Records from a data collection:
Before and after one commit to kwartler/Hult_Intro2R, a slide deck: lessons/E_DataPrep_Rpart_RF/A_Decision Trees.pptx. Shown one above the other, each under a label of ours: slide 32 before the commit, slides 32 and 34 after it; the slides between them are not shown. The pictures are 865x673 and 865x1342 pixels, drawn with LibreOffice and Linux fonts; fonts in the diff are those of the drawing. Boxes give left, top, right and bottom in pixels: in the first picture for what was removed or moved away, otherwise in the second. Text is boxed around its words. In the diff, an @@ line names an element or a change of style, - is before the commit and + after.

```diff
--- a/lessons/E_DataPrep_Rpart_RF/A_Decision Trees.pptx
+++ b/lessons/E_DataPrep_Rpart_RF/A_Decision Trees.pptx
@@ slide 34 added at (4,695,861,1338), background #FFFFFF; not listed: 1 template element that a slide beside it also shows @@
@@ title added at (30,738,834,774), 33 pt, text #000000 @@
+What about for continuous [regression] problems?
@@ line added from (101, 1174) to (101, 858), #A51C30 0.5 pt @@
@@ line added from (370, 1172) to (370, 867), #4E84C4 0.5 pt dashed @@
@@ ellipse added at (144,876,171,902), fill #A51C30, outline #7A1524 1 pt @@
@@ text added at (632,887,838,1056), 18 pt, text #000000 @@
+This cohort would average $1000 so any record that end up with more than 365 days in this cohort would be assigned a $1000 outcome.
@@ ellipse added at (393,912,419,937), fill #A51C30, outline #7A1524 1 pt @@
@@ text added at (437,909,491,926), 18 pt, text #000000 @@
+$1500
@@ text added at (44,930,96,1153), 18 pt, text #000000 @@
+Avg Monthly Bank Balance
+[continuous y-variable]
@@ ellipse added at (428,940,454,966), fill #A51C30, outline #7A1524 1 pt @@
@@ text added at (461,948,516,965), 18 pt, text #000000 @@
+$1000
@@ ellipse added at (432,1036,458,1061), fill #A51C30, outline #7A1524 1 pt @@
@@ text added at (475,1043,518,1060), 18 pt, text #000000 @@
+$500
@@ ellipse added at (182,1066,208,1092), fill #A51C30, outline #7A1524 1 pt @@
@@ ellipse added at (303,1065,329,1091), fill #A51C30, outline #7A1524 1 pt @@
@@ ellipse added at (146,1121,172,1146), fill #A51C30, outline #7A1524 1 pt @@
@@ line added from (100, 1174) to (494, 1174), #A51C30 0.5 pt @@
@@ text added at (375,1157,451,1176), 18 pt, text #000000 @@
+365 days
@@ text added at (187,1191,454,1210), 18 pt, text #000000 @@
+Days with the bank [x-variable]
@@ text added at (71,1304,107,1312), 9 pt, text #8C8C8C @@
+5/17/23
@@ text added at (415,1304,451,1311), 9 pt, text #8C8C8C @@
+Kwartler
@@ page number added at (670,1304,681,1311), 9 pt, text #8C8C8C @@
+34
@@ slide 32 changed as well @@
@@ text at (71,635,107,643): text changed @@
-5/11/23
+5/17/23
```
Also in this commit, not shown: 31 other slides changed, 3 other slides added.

* What you should do: Once a line of the records is found to contain "with", copy it out.

* Finished exercise:
Before and after one commit to kwartler/Hult_Intro2R, a slide deck: lessons/E_DataPrep_Rpart_RF/A_Decision Trees.pptx. Shown one above the other, each under a label of ours: slide 32 before the commit, slides 32 and 34 after it; the slides between them are not shown. The pictures are 865x673 and 865x1342 pixels, drawn with LibreOffice and Linux fonts; fonts in the diff are those of the drawing. Boxes give left, top, right and bottom in pixels: in the first picture for what was removed or moved away, otherwise in the second. Text is boxed around its words. In the diff, an @@ line names an element or a change of style, - is before the commit and + after.
+This cohort would average $1000 so any record that end up with more than 365 days in this cohort would be assigned a $1000 outcome.
+Days with the bank [x-variable]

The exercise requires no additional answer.